Task description: Select from the records below every line that has the word "Лебедкин" in it.

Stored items

────────

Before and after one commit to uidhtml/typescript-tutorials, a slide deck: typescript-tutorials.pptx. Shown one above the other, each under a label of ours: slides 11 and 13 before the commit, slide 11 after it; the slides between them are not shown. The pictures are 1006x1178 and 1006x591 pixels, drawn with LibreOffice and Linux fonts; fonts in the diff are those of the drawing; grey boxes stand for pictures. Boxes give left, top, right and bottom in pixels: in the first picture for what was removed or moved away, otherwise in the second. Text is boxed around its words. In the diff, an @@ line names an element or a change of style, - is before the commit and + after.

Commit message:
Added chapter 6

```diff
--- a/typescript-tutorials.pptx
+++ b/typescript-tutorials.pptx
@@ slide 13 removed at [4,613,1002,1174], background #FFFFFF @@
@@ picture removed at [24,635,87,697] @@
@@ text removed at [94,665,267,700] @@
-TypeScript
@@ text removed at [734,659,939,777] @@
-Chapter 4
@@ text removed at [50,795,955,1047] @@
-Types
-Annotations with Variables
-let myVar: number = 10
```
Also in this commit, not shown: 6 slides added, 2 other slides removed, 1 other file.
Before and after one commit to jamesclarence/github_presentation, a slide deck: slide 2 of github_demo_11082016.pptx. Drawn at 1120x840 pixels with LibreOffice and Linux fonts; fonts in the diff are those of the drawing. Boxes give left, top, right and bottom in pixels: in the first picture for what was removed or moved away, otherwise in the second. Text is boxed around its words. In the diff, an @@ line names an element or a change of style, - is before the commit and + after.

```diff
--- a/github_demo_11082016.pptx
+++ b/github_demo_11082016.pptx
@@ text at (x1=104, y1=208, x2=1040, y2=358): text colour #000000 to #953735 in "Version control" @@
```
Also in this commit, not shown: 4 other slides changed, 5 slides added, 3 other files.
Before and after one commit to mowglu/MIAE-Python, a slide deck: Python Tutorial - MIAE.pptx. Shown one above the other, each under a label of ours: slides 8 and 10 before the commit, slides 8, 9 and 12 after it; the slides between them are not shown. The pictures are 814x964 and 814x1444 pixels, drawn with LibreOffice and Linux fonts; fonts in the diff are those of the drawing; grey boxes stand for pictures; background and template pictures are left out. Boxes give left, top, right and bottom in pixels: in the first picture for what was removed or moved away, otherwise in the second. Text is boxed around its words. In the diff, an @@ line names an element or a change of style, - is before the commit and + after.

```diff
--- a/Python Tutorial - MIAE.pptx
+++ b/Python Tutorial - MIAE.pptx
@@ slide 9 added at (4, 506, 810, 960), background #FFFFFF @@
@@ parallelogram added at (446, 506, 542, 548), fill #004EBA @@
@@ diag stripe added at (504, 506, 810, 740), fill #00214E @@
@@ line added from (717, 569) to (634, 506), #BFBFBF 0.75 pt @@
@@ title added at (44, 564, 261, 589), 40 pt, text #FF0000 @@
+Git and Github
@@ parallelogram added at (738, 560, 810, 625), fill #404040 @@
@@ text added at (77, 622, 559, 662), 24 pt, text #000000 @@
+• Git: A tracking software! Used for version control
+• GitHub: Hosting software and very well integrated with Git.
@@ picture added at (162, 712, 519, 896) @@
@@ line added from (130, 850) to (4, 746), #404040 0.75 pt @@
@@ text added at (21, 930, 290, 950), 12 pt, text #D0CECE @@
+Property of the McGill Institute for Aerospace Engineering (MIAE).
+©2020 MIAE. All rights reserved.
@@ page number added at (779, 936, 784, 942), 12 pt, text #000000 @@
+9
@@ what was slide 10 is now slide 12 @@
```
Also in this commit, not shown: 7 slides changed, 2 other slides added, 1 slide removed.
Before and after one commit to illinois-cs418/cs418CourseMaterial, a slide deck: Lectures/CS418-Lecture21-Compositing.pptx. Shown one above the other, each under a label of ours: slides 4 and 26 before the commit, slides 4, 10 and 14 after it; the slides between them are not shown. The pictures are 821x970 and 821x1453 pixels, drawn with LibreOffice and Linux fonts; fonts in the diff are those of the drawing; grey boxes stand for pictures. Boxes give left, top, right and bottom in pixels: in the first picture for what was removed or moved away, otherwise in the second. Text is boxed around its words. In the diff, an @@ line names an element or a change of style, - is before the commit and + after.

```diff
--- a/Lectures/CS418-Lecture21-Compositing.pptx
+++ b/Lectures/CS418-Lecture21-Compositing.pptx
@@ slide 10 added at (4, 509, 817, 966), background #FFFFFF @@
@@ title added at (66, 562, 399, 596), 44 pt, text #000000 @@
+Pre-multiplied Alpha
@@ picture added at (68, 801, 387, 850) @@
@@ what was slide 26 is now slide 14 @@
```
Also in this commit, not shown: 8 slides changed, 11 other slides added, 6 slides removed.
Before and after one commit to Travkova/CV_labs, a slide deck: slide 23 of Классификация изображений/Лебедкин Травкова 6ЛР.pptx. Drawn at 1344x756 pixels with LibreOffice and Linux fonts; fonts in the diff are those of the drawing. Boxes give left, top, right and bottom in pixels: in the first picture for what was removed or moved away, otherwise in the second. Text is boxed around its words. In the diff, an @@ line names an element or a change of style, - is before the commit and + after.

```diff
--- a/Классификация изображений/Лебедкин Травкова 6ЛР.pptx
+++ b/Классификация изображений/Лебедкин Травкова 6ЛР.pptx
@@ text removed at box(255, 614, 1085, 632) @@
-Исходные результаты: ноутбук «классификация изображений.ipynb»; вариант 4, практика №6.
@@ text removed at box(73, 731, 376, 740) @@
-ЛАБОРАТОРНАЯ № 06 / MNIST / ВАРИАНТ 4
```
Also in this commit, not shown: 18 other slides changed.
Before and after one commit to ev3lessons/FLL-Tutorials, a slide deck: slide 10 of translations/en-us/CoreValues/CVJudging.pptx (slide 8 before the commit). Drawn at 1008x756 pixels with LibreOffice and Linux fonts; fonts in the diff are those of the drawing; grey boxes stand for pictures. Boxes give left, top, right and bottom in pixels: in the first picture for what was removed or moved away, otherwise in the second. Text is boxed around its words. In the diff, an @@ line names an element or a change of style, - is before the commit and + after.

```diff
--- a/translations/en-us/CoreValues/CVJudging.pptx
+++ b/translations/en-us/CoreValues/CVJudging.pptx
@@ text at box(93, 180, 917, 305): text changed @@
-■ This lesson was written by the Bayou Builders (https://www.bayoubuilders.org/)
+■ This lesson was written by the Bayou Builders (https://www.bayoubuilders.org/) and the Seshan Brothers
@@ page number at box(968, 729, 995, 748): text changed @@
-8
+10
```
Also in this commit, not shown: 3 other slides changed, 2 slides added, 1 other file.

────────

Answer for the task:
Before and after one commit to Travkova/CV_labs, a slide deck: slide 23 of Классификация изображений/Лебедкин Травкова 6ЛР.pptx. Drawn at 1344x756 pixels with LibreOffice and Linux fonts; fonts in the diff are those of the drawing. Boxes give left, top, right and bottom in pixels: in the first picture for what was removed or moved away, otherwise in the second. Text is boxed around its words. In the diff, an @@ line names an element or a change of style, - is before the commit and + after.
--- a/Классификация изображений/Лебедкин Травкова 6ЛР.pptx
+++ b/Классификация изображений/Лебедкин Травкова 6ЛР.pptx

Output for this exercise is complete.